#### What to produce:
Without any pictures, the records below should be reproduced exactly.

#### Source records:
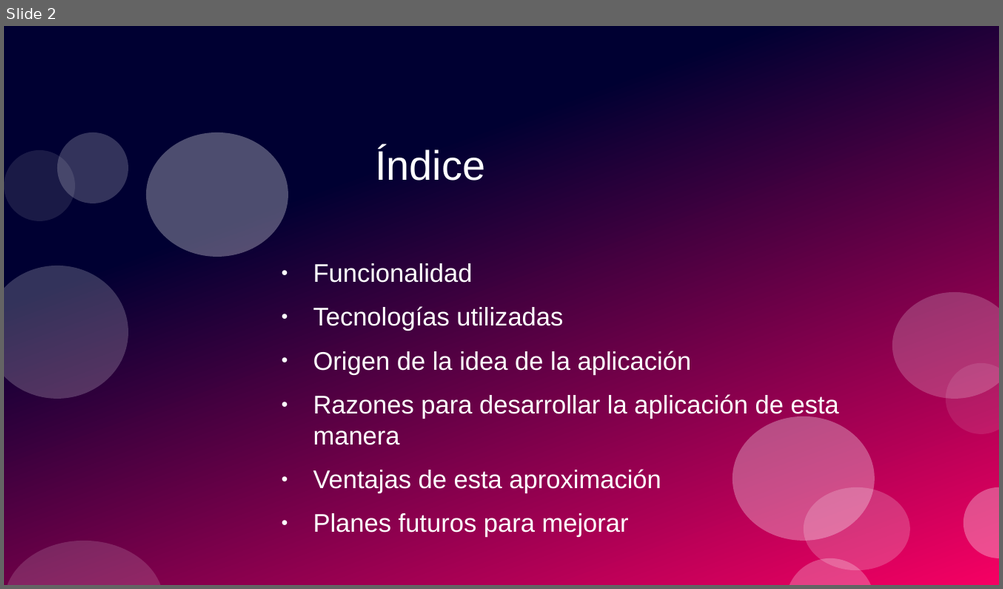
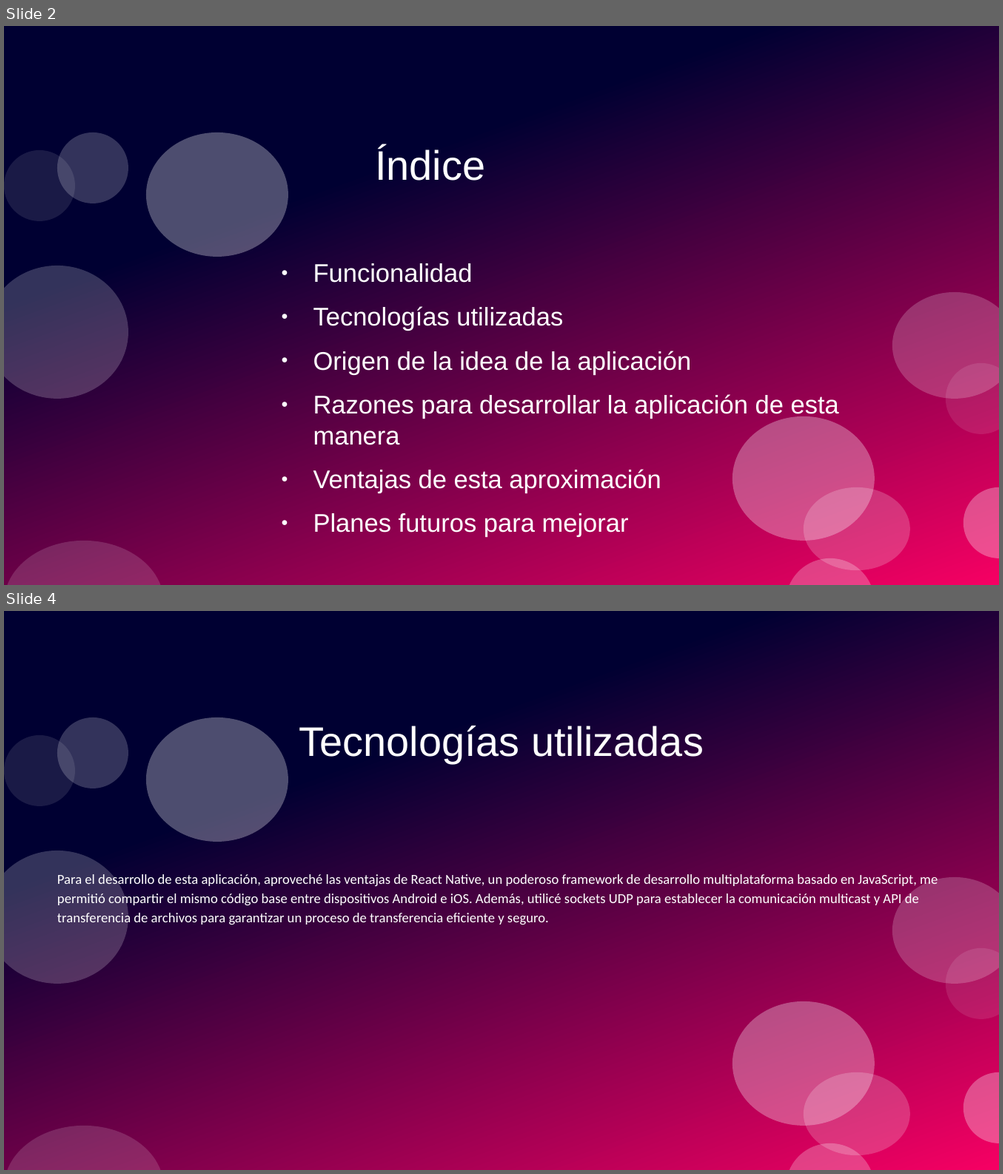
Before and after one commit to Guillermo750/integracion-dam, a slide deck: Defensa/Presentación/ReactNativeApp.odp. Shown one above the other, each under a label of ours: slide 2 before the commit, slides 2 and 4 after it; the slides between them are not shown. The pictures are 1003x589 and 1003x1174 pixels, drawn with LibreOffice and Linux fonts; fonts in the diff are those of the drawing. Boxes give left, top, right and bottom in pixels: in the first picture for what was removed or moved away, otherwise in the second. Text is boxed around its words. In the diff, an @@ line names an element or a change of style, - is before the commit and + after.

```diff
--- a/Defensa/Presentación/ReactNativeApp.odp
+++ b/Defensa/Presentación/ReactNativeApp.odp
@@ slide 4 added at (4, 611, 999, 1170), background #FFFFFF; not listed: 12 template elements that a slide beside it also shows @@
@@ title added at (299, 726, 703, 763), 33 pt, text #FFFFFF @@
+Tecnologías utilizadas
@@ text added at (57, 873, 937, 927), 11 pt, text #FFFFFF @@
+Para el desarrollo de esta aplicación, aproveché las ventajas de React Native, un poderoso framework de desarrollo multiplataforma basado en JavaScript, me permitió compartir el mismo código base entre dispositivos Android e iOS. Además, utilicé sockets UDP para establecer la comunicación multicast y API de transferencia de archivos para garantizar un proceso de transferencia eficiente y seguro.
```
Also in this commit, not shown: 4 slides changed, 1 other slide added, 2 slides removed, 1 other file.
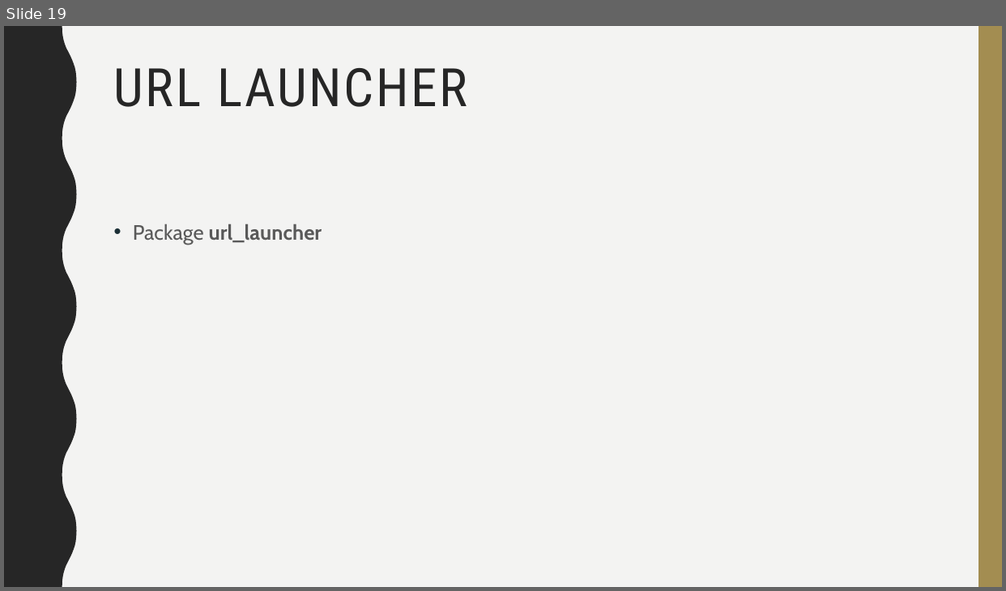
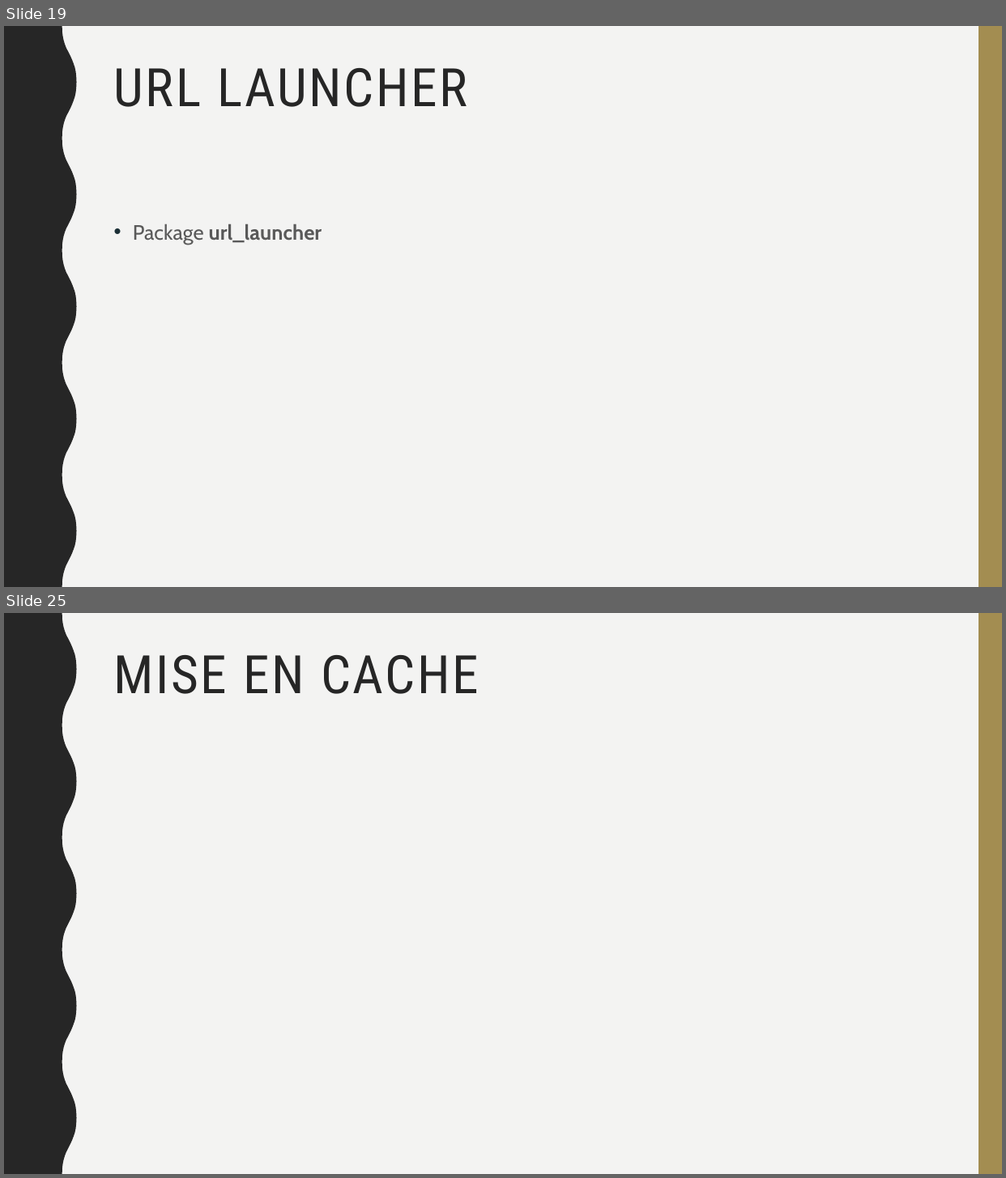
Before and after one commit to Tristan54/Mobile-projects, a slide deck: présentation.odp. Shown one above the other, each under a label of ours: slide 19 before the commit, slides 19 and 25 after it; the slides between them are not shown. The pictures are 1006x591 and 1006x1178 pixels, drawn with LibreOffice and Linux fonts; fonts in the diff are those of the drawing. Boxes give left, top, right and bottom in pixels: in the first picture for what was removed or moved away, otherwise in the second. Text is boxed around its words. In the diff, an @@ line names an element or a change of style, - is before the commit and + after.

```diff
--- a/présentation.odp
+++ b/présentation.odp
@@ slide 25 added at [4,613,1002,1174], background #F3F3F2; not listed: 2 template elements that a slide beside it also shows @@
@@ title added at [114,655,479,694], 51 pt, text #262626 @@
+MISE EN CACHE
```
Also in this commit, not shown: 8 other slides added, 1 other file.

#### Exercise output:
Before and after one commit to Guillermo750/integracion-dam, a slide deck: Defensa/Presentación/ReactNativeApp.odp. Shown one above the other, each under a label of ours: slide 2 before the commit, slides 2 and 4 after it; the slides between them are not shown. The pictures are 1003x589 and 1003x1174 pixels, drawn with LibreOffice and Linux fonts; fonts in the diff are those of the drawing. Boxes give left, top, right and bottom in pixels: in the first picture for what was removed or moved away, otherwise in the second. Text is boxed around its words. In the diff, an @@ line names an element or a change of style, - is before the commit and + after.

```diff
--- a/Defensa/Presentación/ReactNativeApp.odp
+++ b/Defensa/Presentación/ReactNativeApp.odp
@@ slide 4 added at (4, 611, 999, 1170), background #FFFFFF; not listed: 12 template elements that a slide beside it also shows @@
@@ title added at (299, 726, 703, 763), 33 pt, text #FFFFFF @@
+Tecnologías utilizadas
@@ text added at (57, 873, 937, 927), 11 pt, text #FFFFFF @@
+Para el desarrollo de esta aplicación, aproveché las ventajas de React Native, un poderoso framework de desarrollo multiplataforma basado en JavaScript, me permitió compartir el mismo código base entre dispositivos Android e iOS. Además, utilicé sockets UDP para establecer la comunicación multicast y API de transferencia de archivos para garantizar un proceso de transferencia eficiente y seguro.
```
Also in this commit, not shown: 4 slides changed, 1 other slide added, 2 slides removed, 1 other file.
Before and after one commit to Tristan54/Mobile-projects, a slide deck: présentation.odp. Shown one above the other, each under a label of ours: slide 19 before the commit, slides 19 and 25 after it; the slides between them are not shown. The pictures are 1006x591 and 1006x1178 pixels, drawn with LibreOffice and Linux fonts; fonts in the diff are those of the drawing. Boxes give left, top, right and bottom in pixels: in the first picture for what was removed or moved away, otherwise in the second. Text is boxed around its words. In the diff, an @@ line names an element or a change of style, - is before the commit and + after.

```diff
--- a/présentation.odp
+++ b/présentation.odp
@@ slide 25 added at [4,613,1002,1174], background #F3F3F2; not listed: 2 template elements that a slide beside it also shows @@
@@ title added at [114,655,479,694], 51 pt, text #262626 @@
+MISE EN CACHE
```
Also in this commit, not shown: 8 other slides added, 1 other file.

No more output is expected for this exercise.